The Monument to the Great Fire of London, more commonly known simply as the Monument, is a Doric column in the City of London, near the northern end of London Bridge, which commemorates the Great Fire of London. It is the tallest stone column in the world. The fire began in a baker’s house in Pudding Lane on Sunday 2nd September 1666 and finally extinguished on Wednesday 5th September, after destroying the greater part of the City. Although there was little loss of life, the fire brought all activity to a halt, having consumed or severely damaged thousands of houses, hundreds of streets, the City’s gates, public buildings, churches and St. Paul’s Cathedral. The only buildings to survive in part were those built of stone, like St. Paul’s and the Guildhall. As part of the rebuilding, it was decided to erect a permanent memorial of the Great Fire near the place where it began. Sir Christopher Wren, Surveyor General to King Charles II and the architect of St. Paul’s Cathedral, and his friend and colleague, Dr Robert Hooke, provided a design for a colossal Doric column in the antique tradition.
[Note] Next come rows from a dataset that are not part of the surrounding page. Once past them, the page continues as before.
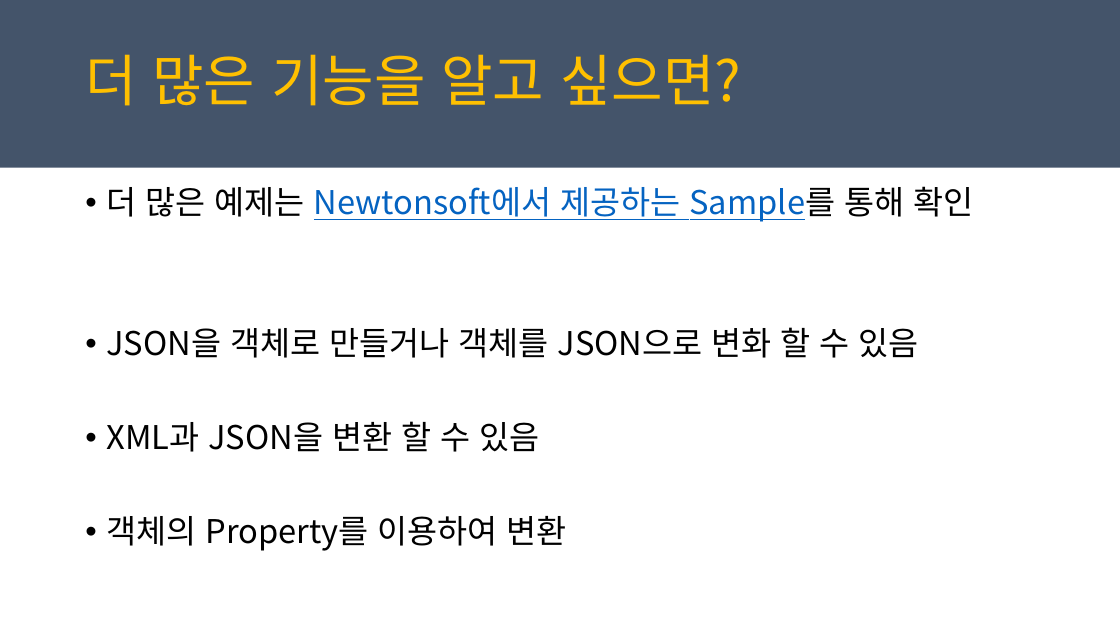
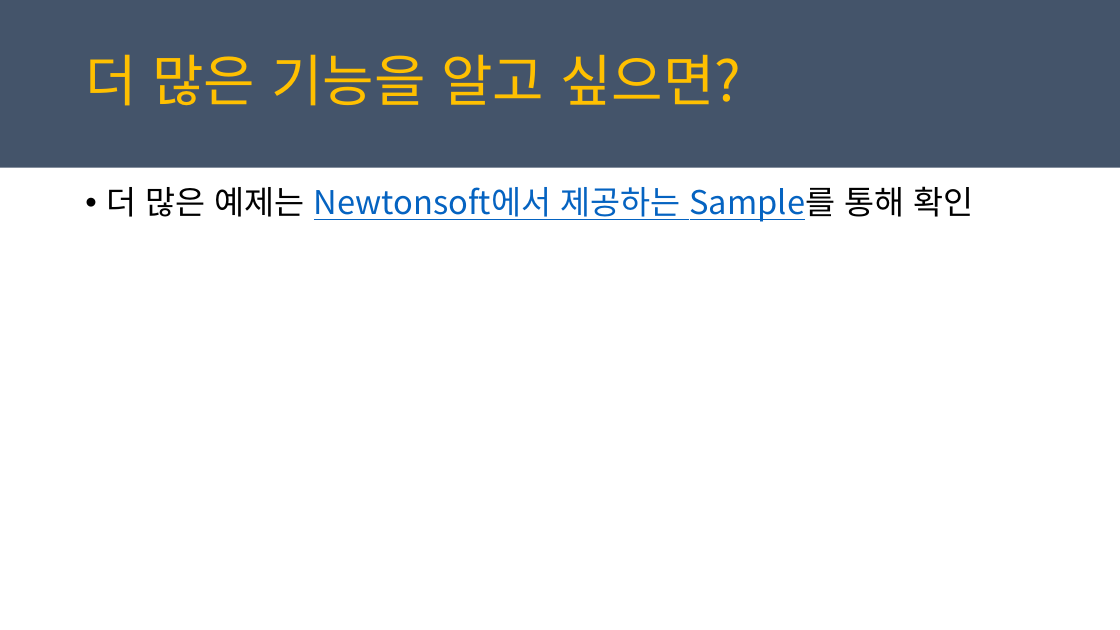
Before and after one commit to juniair/Summary-PPT, a slide deck: slide 25 of Newton.Json 사용법.pptx. Drawn at 1120x630 pixels with LibreOffice and Linux fonts; fonts in the diff are those of the drawing. Boxes give left, top, right and bottom in pixels: in the first picture for what was removed or moved away, otherwise in the second. Text is boxed around its words. In the diff, an @@ line names an element or a change of style, - is before the commit and + after.

Commit message:
update

```diff
--- a/Newton.Json 사용법.pptx
+++ b/Newton.Json 사용법.pptx
@@ text at <box>106,327,919,551</box>: paragraphs removed @@
-• JSON을 객체로 만들거나 객체를 JSON으로 변화 할 수 있음
-• XML과 JSON을 변환 할 수 있음
-• 객체의 Property를 이용하여 변환
```
Also in this commit, not shown: 8 other slides changed.

They drew up plans for a column containing a cantilevered stone staircase of 311 steps leading to a viewing platform. This was surmounted by a drum and a copper urn from which flames emerged, symbolizing the Great Fire. The Monument, as it came to be called, is 61 metres high (202 feet) – the exact distance between it and the site in Pudding Lane where the fire began.

 
 
 
Here we are at Tower Bridge (not the London Bridge!) - (built 1886–1894) is a combined bascule and suspension bridge in London. The bridge crosses the River Thames close to the Tower of London and has become an iconic symbol of London.

 
Finally - after 8km of walking through London - we have reached our final stop at the Tower of London - officially Her Majesty's Royal Palace and Fortress of the Tower of London, is a historic castle located on the north bank of the River Thames in central London. It lies within the London Borough of Tower Hamlets, separated from the eastern edge of the square mile of the City of London by the open space known as Tower Hill. It was founded towards the end of 1066 as part of the Norman Conquest of England. The Tower of London has played a prominent role in English history. It was besieged several times and controlling it has been important to controlling the country. The Tower has served variously as an armoury, a treasury, a menagerie, the home of the Royal Mint, a public records office, and the home of the Crown Jewels of England. The peak period of the castle's use as a prison was the 16th and 17th centuries, when many figures who had fallen into disgrace, such as Elizabeth I before she became queen, were held within its walls. This use has led to the phrase "sent to the Tower". Despite its enduring reputation as a place of torture and death, popularised by 16th-century religious propagandists and 19th-century writers, only seven people were executed within the Tower before the World Wars of the 20th century. Executions were more commonly held on the notorious Tower Hill to the north of the castle.

 
 
 
What a gratifying way to end the London Walking Tour - by having a Sit Down Dinner! Many thanks to the Lims for booking (months in advance) at Dishoom - opened early last century by Zoroastrian immigrants from Iran. They are called popularly called the Old Irani Cafes of Bombay. This treat was dedicated by the Lims to Eliza's soon travel to Asbury University for her studies. Thank you very much - in the words of Eliza and Eunice - "This is the best Indian food I have ever tasted!" To that, I agree :-)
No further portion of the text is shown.